Vintage computers “tweet” and “surf” too!

It seems nowadays you cannot be without a quad CPU, i7 or some other high-end system with the latest GPU to access the latest content on the web, play the coolest games or participate on the social web, whereas 20 years ago MHz processors and a whopping 20Mb drive were top of the range.

Question is, how would vintage systems shape up in today’s IT environment?  Pretty good actually and they’ll even serve webpages (!) or allow you to “tweet” (OK, playing Gears of War 3 might be pushing it a bit).

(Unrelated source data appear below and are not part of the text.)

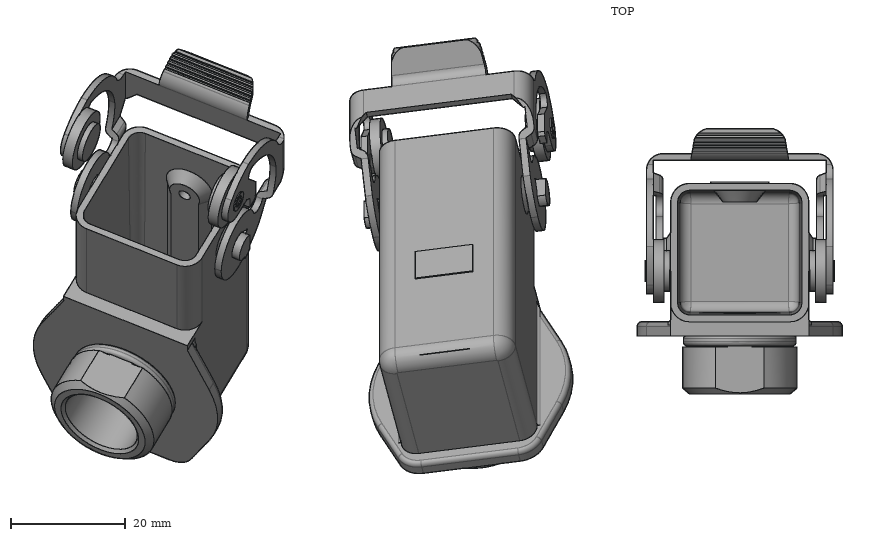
import cadquery as cq
import math

BODY_HALF = 12.05
BODY_FRONT, BODY_BACK = 2.5, 26.65
BODY_BOTTOM, BODY_TOP = 2.5, 54.95
BODY_CORNER = 3.3
BOTTOM_FILLET = 3.1
WALL = 1.2
CAVITY_CORNER = 2.2
CAVITY_DRAFT = 0.55
CAVITY_FLOOR = 4.0
FLOOR_FILLET = 1.9
BODY_MID_Y = (BODY_FRONT + BODY_BACK) / 2
BODY_DEPTH = BODY_BACK - BODY_FRONT

PAD_WIDTH, PAD_HEIGHT, PAD_Z = 10.2, 6.3, 24.5
PAD_RISE = 0.25
RIB_BASE_HALF, RIB_TIP_HALF = 4.42, 2.68
RIB_FOOT_TIP_HALF, RIB_FOOT_TOP = 2.45, 21.7
RIB_DEPTH = 2.1
BOSS_Z, BOSS_BASE_RADIUS, BOSS_TIP_RADIUS = 44.5, 4.6, 2.9
BOSS_HOLE_RADIUS = 1.1

PLATE_TOP = 36.0
PLATE_THICK = 2.53
PLATE_RADIUS = 35.86 / 2
WING_TOP = 34.6
PLATE_BOTTOM_ROUND = 4.5
WING_EDGE_ROUND = 0.85
WING_ROOT_FILLET = 0.5

ENTRY_Z = PLATE_RADIUS
COLLAR_RADIUS, COLLAR_LENGTH = 9.85, 1.75
COLLAR_PLATE_ROUND, COLLAR_NUT_ROUND = 0.4, 0.8
NECK_RADIUS = 9.3
NUT_START, NUT_END = 1.85, 10.1
NUT_RADIUS, NUT_FLAT = 10.0, 9.05
NUT_CHAMFER_LENGTH, NUT_CHAMFER_DEPTH = 1.2, 1.05
BORE_RADIUS, BORE_CHAMFER = 7.0, 0.55

LEVER_OUT = 16.27
SHEET = 1.2
LEVER_IN = LEVER_OUT - SHEET
HUB_OUT, HUB_IN = 14.63, 13.37
JOGGLE_TOP, JOGGLE_MID, JOGGLE_BOTTOM = 52.57, 51.75, 51.05
JOGGLE_ROUND = 1.1
HUB_SPLIT_Y, HUB_SPLIT_Z = 22.5, 57.0
LEVER_BACK, LEVER_SHOULDER = 31.84, 62.97
BEND_RADIUS = 2.9
TOOTH_FRONT, TOOTH_BACK = 16.05, 18.45
TOOTH_BOTTOM, TOOTH_TOP = 59.8, 64.5
TOOTH_BEVEL, TOOTH_RELIEF = 0.55, 1.15
WINDOW_HALF, WINDOW_TOP = 12.86, 57.55
WINDOW_FOOT = 53.0
WINDOW_SLOPE = 0.8

ROLLER_Y, ROLLER_Z = 11.36, 67.5
ROLLER_RADIUS, ROLLER_IN = 5.5, 13.2
ROLLER_STEP_RADIUS, ROLLER_STEP_IN = 3.55, 12.2
ARM_END_RADIUS = 4.0
RIVET_RADIUS, RIVET_RECESS, RIVET_RISE = 1.82, 1.05, 0.24

PIN_Y, PIN_Z = 14.7, 49.35
PIN_RADIUS, PIN_OUT = 2.4, 16.1
PIN_FLAT_Y = 16.45
PIN_KEY_Y, PIN_KEY_RADIUS = 14.45, 2.9
PIN_SEAT_RADIUS, PIN_SEAT_TAPER = 3.4, 0.7
KEYHOLE_APEX_Y, KEYHOLE_APEX_Z = 18.44, 49.4

TAB_ROOT_HALF, TAB_TIP_HALF, TAB_END_HALF = 8.55, 7.95, 5.75
TAB_BEND = math.radians(50)
TAB_BEND_RADIUS = 2.3
TAB_LENGTH = 4.62
TAB_CORNER_DROP = 1.9
TAB_CORNER_INSET = 0.78
GROOVES, GROOVE_PITCH, GROOVE_WIDTH, GROOVE_DEPTH = 5, 0.78, 0.45, 0.25


def box(x0, x1, y0, y1, z0, z1):
    return cq.Workplane("XY").box(x1 - x0, y1 - y0, z1 - z0, centered=False).translate((x0, y0, z0))


def along_x(radius, y, z, x0, x1):
    return cq.Workplane("YZ", origin=(x0, y, z)).circle(radius).extrude(x1 - x0)


def along_minus_y(radius, y0, length):
    return cq.Workplane("XZ", origin=(0, y0, ENTRY_Z)).circle(radius).extrude(length)


def mirrored(half):
    return half.union(half.mirror("YZ"))


def make_body():
    tube = box(-BODY_HALF, BODY_HALF, BODY_FRONT, BODY_BACK, BODY_BOTTOM, BODY_TOP)
    tube = tube.edges("|Z").fillet(BODY_CORNER).faces("<Z").edges().fillet(BOTTOM_FILLET)
    lower = box(-BODY_HALF, BODY_HALF, 0, BODY_FRONT + BODY_CORNER, BODY_BOTTOM, PLATE_TOP)
    lower = lower.faces("<Z").edges("|Y").fillet(BOTTOM_FILLET)
    pad = box(-PAD_WIDTH / 2, PAD_WIDTH / 2, BODY_BACK - WALL / 2, BODY_BACK + PAD_RISE,
              PAD_Z - PAD_HEIGHT / 2, PAD_Z + PAD_HEIGHT / 2)
    return tube.union(lower).union(pad)


def make_plate_outline(thickness):
    """Slab, widest at the height of the cable entry, with straight flanks tangent to that round stretch."""
    reach = math.hypot(BODY_HALF, WING_TOP - ENTRY_Z)
    lean = math.atan2(WING_TOP - ENTRY_Z, BODY_HALF) - math.acos(PLATE_RADIUS / reach)
    tangent_x = PLATE_RADIUS * math.cos(lean)
    tangent_rise = PLATE_RADIUS * math.sin(lean)
    foot = (PLATE_RADIUS - ENTRY_Z * math.sin(lean)) / math.cos(lean)
    upper, lower = ENTRY_Z + tangent_rise, ENTRY_Z - tangent_rise
    return (
        cq.Workplane("XZ")
        .moveTo(-foot, 0)
        .lineTo(foot, 0)
        .lineTo(tangent_x, lower)
        .threePointArc((PLATE_RADIUS, ENTRY_Z), (tangent_x, upper))
        .lineTo(BODY_HALF, WING_TOP)
        .lineTo(BODY_HALF, PLATE_TOP)
        .lineTo(-BODY_HALF, PLATE_TOP)
        .lineTo(-BODY_HALF, WING_TOP)
        .lineTo(-tangent_x, upper)
        .threePointArc((-PLATE_RADIUS, ENTRY_Z), (-tangent_x, lower))
        .close()
        .extrude(-thickness)
    )


def make_plate():
    plate = make_plate_outline(PLATE_THICK).edges("|Y and <Z").fillet(PLATE_BOTTOM_ROUND)
    return plate.faces(">Y").edges().fillet(WING_EDGE_ROUND)


def make_wing_root_fillets():
    """Concave fillet strips in the corners between the tube sides and the wings, cut to the wing outline."""
    corner_y = PLATE_THICK + WING_ROOT_FILLET
    corner_x = BODY_HALF + WING_ROOT_FILLET
    diagonal = WING_ROOT_FILLET * math.sqrt(0.5)
    strip = (
        cq.Workplane("XY", origin=(0, 0, BODY_BOTTOM + BOTTOM_FILLET))
        .moveTo(BODY_HALF - WALL / 2, PLATE_THICK - WALL / 2)
        .lineTo(corner_x, PLATE_THICK - WALL / 2)
        .lineTo(corner_x, PLATE_THICK)
        .threePointArc((corner_x - diagonal, corner_y - diagonal), (BODY_HALF, corner_y))
        .lineTo(BODY_HALF - WALL / 2, corner_y)
        .close()
        .extrude(WING_TOP - BODY_BOTTOM - BOTTOM_FILLET)
    )
    return mirrored(strip).intersect(make_plate_outline(corner_y))


def make_cable_entry():
    collar = along_minus_y(COLLAR_RADIUS, 0, COLLAR_LENGTH)
    collar = collar.faces("<Y").edges().fillet(COLLAR_NUT_ROUND)
    collar = collar.faces(">Y").edges().fillet(COLLAR_PLATE_ROUND)
    neck = along_minus_y(NECK_RADIUS, 0, NUT_START)
    nut = along_minus_y(NUT_RADIUS, -NUT_START, NUT_END - NUT_START)
    nut = nut.faces("<Y").edges().chamfer(NUT_CHAMFER_DEPTH, NUT_CHAMFER_LENGTH)
    flats = box(-NUT_RADIUS, NUT_RADIUS, -NUT_END, 0, ENTRY_Z - NUT_FLAT, ENTRY_Z + NUT_FLAT)
    return collar.union(neck.union(nut).intersect(flats))


def make_cavity():
    width, depth = 2 * (BODY_HALF - WALL), BODY_DEPTH - 2 * WALL
    cavity = (
        cq.Workplane("XY", origin=(0, BODY_MID_Y, BODY_TOP))
        .sketch().rect(width, depth).vertices().fillet(CAVITY_CORNER).finalize()
        .extrude(CAVITY_FLOOR - BODY_TOP, taper=CAVITY_DRAFT)
    )
    return cavity.faces("<Z").edges().fillet(FLOOR_FILLET)


def make_bore():
    bore = along_minus_y(BORE_RADIUS, BODY_MID_Y, BODY_MID_Y + NUT_END)
    mouth = cq.Solid.makeCone(BORE_RADIUS + BORE_CHAMFER, BORE_RADIUS, BORE_CHAMFER,
                              pnt=cq.Vector(0, -NUT_END, ENTRY_Z), dir=cq.Vector(0, 1, 0))
    return bore.union(cq.Workplane(mouth))


def make_rib():
    """Tapered rib up the back wall, slimmer at its foot, with a drilled conical boss at the top."""
    root_y = BODY_BACK - WALL
    tip_y = root_y - RIB_DEPTH
    floor = BODY_BOTTOM + WALL

    def length_of_rib(tip_half, bottom, top):
        outline = [(-RIB_BASE_HALF, root_y), (RIB_BASE_HALF, root_y), (tip_half, tip_y), (-tip_half, tip_y)]
        return cq.Workplane("XY", origin=(0, 0, bottom)).polyline(outline).close().extrude(top - bottom)

    rib = length_of_rib(RIB_FOOT_TIP_HALF, floor, RIB_FOOT_TOP)
    rib = rib.union(length_of_rib(RIB_TIP_HALF, RIB_FOOT_TOP, BOSS_Z))
    rib = rib.union(box(-RIB_BASE_HALF, RIB_BASE_HALF, root_y, BODY_BACK - WALL / 2, floor, BOSS_Z))
    boss = cq.Solid.makeCone(BOSS_BASE_RADIUS, BOSS_TIP_RADIUS, RIB_DEPTH,
                             pnt=cq.Vector(0, root_y, BOSS_Z), dir=cq.Vector(0, -1, 0))
    hole = cq.Workplane("XZ", origin=(0, root_y, BOSS_Z)).circle(BOSS_HOLE_RADIUS).extrude(RIB_DEPTH)
    return rib.union(cq.Workplane(boss)).cut(hole)


def make_lever_profile():
    """Side outline of the lever: bridge, back of the claw, arm end, tooth, throat, notch, hub, full width."""
    end_bottom = ROLLER_Z - ARM_END_RADIUS
    bridge_foot = (LEVER_BACK, 56.55)
    shoulder_start, shoulder_mid, shoulder_end = (29.9, LEVER_SHOULDER), (28.55, 63.3), (27.44, 64.4)
    claw_mid, claw_top = (22.4, 71.0), (15.6, 73.16)
    arm_mid, arm_end = (12.2, 72.5), (8.9, 70.7)
    throat_start, throat_mid, throat_end = (15.7, 68.6), (15.9, 70.0), (17.1, 70.65)
    inner_upper, inner_back, inner_lower = (23.6, 66.1), (26.4, 59.0), (26.05, 54.9)
    notch_start, notch_bottom, notch_end = (24.4, 51.0), (22.4, 50.0), (20.9, 51.2)
    hub_top, hub_front, hub_lower_front, hub_bottom = (14.5, 56.1), (8.1, 49.75), (10.6, 44.2), (15.8, 42.7)
    heel_mid, heel_end, back_knee = (19.7, 43.6), (23.2, 45.8), (27.2, 51.0)
    return (
        cq.Workplane("YZ", origin=(-LEVER_OUT, 0, 0))
        .moveTo(*bridge_foot)
        .lineTo(LEVER_BACK, LEVER_SHOULDER)
        .lineTo(*shoulder_start)
        .threePointArc(shoulder_mid, shoulder_end)
        .threePointArc(claw_mid, claw_top)
        .threePointArc(arm_mid, arm_end)
        .threePointArc((ROLLER_Y - ARM_END_RADIUS, ROLLER_Z), (ROLLER_Y, end_bottom))
        .lineTo(TOOTH_FRONT - TOOTH_RELIEF, end_bottom)
        .lineTo(TOOTH_FRONT, end_bottom - TOOTH_RELIEF)
        .lineTo(TOOTH_FRONT, TOOTH_BOTTOM)
        .lineTo(TOOTH_BACK - TOOTH_BEVEL, TOOTH_BOTTOM)
        .lineTo(TOOTH_BACK, TOOTH_BOTTOM + TOOTH_BEVEL)
        .lineTo(TOOTH_BACK, TOOTH_TOP)
        .lineTo(*throat_start)
        .threePointArc(throat_mid, throat_end)
        .threePointArc(inner_upper, inner_back)
        .threePointArc(inner_lower, notch_start)
        .threePointArc(notch_bottom, notch_end)
        .threePointArc(hub_top, hub_front)
        .threePointArc(hub_lower_front, hub_bottom)
        .threePointArc(heel_mid, heel_end)
        .lineTo(*back_knee)
        .close()
        .extrude(2 * LEVER_OUT)
    )


def make_window():
    """Opening below the bridge, with slanted shoulders down to the inner arm faces."""
    shoulder_drop = (LEVER_IN - WINDOW_HALF) / WINDOW_SLOPE
    outline = [(-LEVER_IN, WINDOW_FOOT), (-LEVER_IN, WINDOW_TOP - shoulder_drop), (-WINDOW_HALF, WINDOW_TOP),
               (WINDOW_HALF, WINDOW_TOP), (LEVER_IN, WINDOW_TOP - shoulder_drop), (LEVER_IN, WINDOW_FOOT)]
    window = cq.Workplane("XZ", origin=(0, LEVER_BACK, 0)).polyline(outline).close()
    return window.extrude(BEND_RADIUS)


def make_lever_sheet():
    profile = make_lever_profile()
    far = LEVER_OUT + SHEET
    high = LEVER_SHOULDER * 2
    hub_zone = box(-far, far, 0, HUB_SPLIT_Y, 0, HUB_SPLIT_Z)

    arms_and_bridge = box(-LEVER_OUT, LEVER_OUT, 0, LEVER_BACK, JOGGLE_TOP, high)
    arms_and_bridge = arms_and_bridge.edges("|Z and >Y").fillet(BEND_RADIUS)
    arms_and_bridge = arms_and_bridge.cut(box(-LEVER_IN, LEVER_IN, 0, LEVER_BACK - SHEET, 0, high))
    arms_and_bridge = arms_and_bridge.intersect(profile).cut(hub_zone).cut(make_window())

    hub = box(HUB_IN, HUB_OUT, 0, LEVER_BACK, 0, JOGGLE_BOTTOM)
    hub = hub.union(box(HUB_IN, HUB_OUT, 0, HUB_SPLIT_Y, 0, HUB_SPLIT_Z))
    joggle_outline = [(LEVER_IN, JOGGLE_TOP), (LEVER_OUT, JOGGLE_TOP), (LEVER_OUT, JOGGLE_MID),
                      (HUB_OUT, JOGGLE_BOTTOM), (HUB_IN, JOGGLE_BOTTOM), (HUB_IN, JOGGLE_MID)]
    joggle = cq.Workplane("XZ", origin=(0, LEVER_BACK, 0)).polyline(joggle_outline).close()
    joggle = joggle.extrude(LEVER_BACK - HUB_SPLIT_Y)
    bends = cq.selectors.BoxSelector((0, HUB_SPLIT_Y + SHEET, JOGGLE_MID - JOGGLE_ROUND / 2),
                                     (far, LEVER_BACK - SHEET, JOGGLE_MID + JOGGLE_ROUND / 2))
    joggle = joggle.edges(bends).fillet(JOGGLE_ROUND)
    hub = hub.union(joggle).intersect(profile).cut(make_keyhole())
    return arms_and_bridge.union(mirrored(hub))


def make_keyhole():
    """Round hole with a pointed side, its flanks tangent to the round part."""
    to_apex = math.atan2(KEYHOLE_APEX_Z - PIN_Z, KEYHOLE_APEX_Y - PIN_Y)
    reach = math.hypot(KEYHOLE_APEX_Z - PIN_Z, KEYHOLE_APEX_Y - PIN_Y)
    spread = math.acos(PIN_RADIUS / reach)

    def rim(angle):
        return (PIN_Y + PIN_RADIUS * math.cos(angle), PIN_Z + PIN_RADIUS * math.sin(angle))

    return (
        cq.Workplane("YZ", origin=(HUB_IN, 0, 0))
        .moveTo(KEYHOLE_APEX_Y, KEYHOLE_APEX_Z)
        .lineTo(*rim(to_apex + spread))
        .threePointArc(rim(to_apex + math.pi), rim(to_apex - spread))
        .close()
        .extrude(HUB_OUT - HUB_IN)
    )


def make_pin():
    far = PIN_RADIUS * 2
    pin = along_x(PIN_RADIUS, PIN_Y, PIN_Z, BODY_HALF - WALL / 2, PIN_OUT)
    pin = pin.cut(box(HUB_IN, PIN_OUT, PIN_FLAT_Y, PIN_FLAT_Y + far, PIN_Z - far, PIN_Z + far))
    key = along_x(PIN_KEY_RADIUS, PIN_Y, PIN_Z, HUB_IN, PIN_OUT)
    pin = pin.union(key.intersect(box(HUB_IN, PIN_OUT, PIN_KEY_Y, PIN_FLAT_Y, PIN_Z - far, PIN_Z)))
    seat = cq.Solid.makeCone(PIN_SEAT_RADIUS, PIN_RADIUS, PIN_SEAT_TAPER,
                             pnt=cq.Vector(BODY_HALF, PIN_Y, PIN_Z), dir=cq.Vector(1, 0, 0))
    return mirrored(pin.union(cq.Workplane(seat)))


def make_roller():
    roller = along_x(ROLLER_RADIUS, ROLLER_Y, ROLLER_Z, ROLLER_IN, LEVER_IN)
    roller = roller.union(along_x(ROLLER_STEP_RADIUS, ROLLER_Y, ROLLER_Z, ROLLER_STEP_IN, ROLLER_IN))
    rivet_face = LEVER_OUT + RIVET_RISE
    rivet = along_x(RIVET_RADIUS, ROLLER_Y, ROLLER_Z, LEVER_IN, rivet_face)
    rivet = rivet.cut(along_x(RIVET_RECESS, ROLLER_Y, ROLLER_Z, LEVER_OUT, rivet_face))
    return mirrored(roller.union(rivet))


def make_tab():
    """Thumb tab: leaves the bridge upward, bends outward and ends in a grooved grip."""
    bend_y = LEVER_BACK + TAB_BEND_RADIUS
    outer_radius = TAB_BEND_RADIUS + SHEET

    def on_bend(radius, angle):
        return (bend_y - radius * math.cos(angle), LEVER_SHOULDER + radius * math.sin(angle))

    def beyond_bend(radius, distance):
        y, z = on_bend(radius, TAB_BEND)
        return (y + distance * math.sin(TAB_BEND), z + distance * math.cos(TAB_BEND))

    sheet = (
        cq.Workplane("YZ", origin=(-TAB_ROOT_HALF, 0, 0))
        .moveTo(LEVER_BACK, LEVER_SHOULDER)
        .threePointArc(on_bend(TAB_BEND_RADIUS, TAB_BEND / 2), on_bend(TAB_BEND_RADIUS, TAB_BEND))
        .lineTo(*beyond_bend(TAB_BEND_RADIUS, TAB_LENGTH))
        .lineTo(*beyond_bend(outer_radius, TAB_LENGTH))
        .lineTo(*on_bend(outer_radius, TAB_BEND))
        .threePointArc(on_bend(outer_radius, TAB_BEND / 2), (LEVER_BACK - SHEET, LEVER_SHOULDER))
        .close()
        .extrude(2 * TAB_ROOT_HALF)
    )
    for number in range(GROOVES):
        distance = TAB_LENGTH - GROOVE_PITCH * (number + 1)
        groove = (
            cq.Workplane("YZ", origin=(-TAB_ROOT_HALF, 0, 0))
            .polyline([beyond_bend(outer_radius, distance - GROOVE_WIDTH / 2),
                       beyond_bend(outer_radius - GROOVE_DEPTH, distance),
                       beyond_bend(outer_radius, distance + GROOVE_WIDTH / 2)])
            .close()
            .extrude(2 * TAB_ROOT_HALF)
        )
        sheet = sheet.cut(groove)

    tip_y, tip_z = beyond_bend(TAB_BEND_RADIUS, TAB_LENGTH)
    corner_y = tip_y - TAB_CORNER_DROP
    shoulder_y = LEVER_BACK - SHEET
    round_x = TAB_TIP_HALF - TAB_CORNER_INSET
    round_y = tip_y - TAB_CORNER_INSET
    plan = (
        cq.Workplane("XY")
        .moveTo(-TAB_ROOT_HALF, shoulder_y)
        .lineTo(TAB_ROOT_HALF, shoulder_y)
        .lineTo(TAB_TIP_HALF, corner_y)
        .threePointArc((round_x, round_y), (TAB_END_HALF, tip_y))
        .lineTo(-TAB_END_HALF, tip_y)
        .threePointArc((-round_x, round_y), (-TAB_TIP_HALF, corner_y))
        .close()
        .extrude(tip_z * 2)
    )
    return sheet.intersect(plan)


housing = make_body().union(make_plate()).union(make_wing_root_fillets()).union(make_cable_entry())
housing = housing.cut(make_cavity()).cut(make_bore()).union(make_rib())
lever = make_lever_sheet().union(make_roller()).union(make_tab())
result = housing.union(make_pin()).union(lever)

Nevertheless, when I say serve webpages, I really mean act as a webserver.  With some nifty extensions put on a cartridge (such as an SD slot, ethernet plug) you can turn for instance you C64 (what else!) into a real full-blown webserver.  The people over at are running their site from their trusy C64… hmmm sounds like a little “Summer-project” for me to get my machine hooked up on the web :)

But that’s not all.  Serving webpages is one thing (although pretty cool considering it’s a machine from the 80s), but how about participating on the social web, with one of those vintage beauties?  Well, that’s exactly what the folks over at the Personal Computer Museum in Brantford, Ontario did on February 20th earlier this year.  They hooked up their VIC-20 to the web and using software, that’s soon going to be online for us to tinker with, made a tweet.  The first every tweet performed by a VIC-20, 30 years after the first VICs hit the market.

It’s nice to see, that such an historic machine (it was the first to sell more than 1 million units), is out there on the internet, next to it’s grandchildren, our modern day PCs.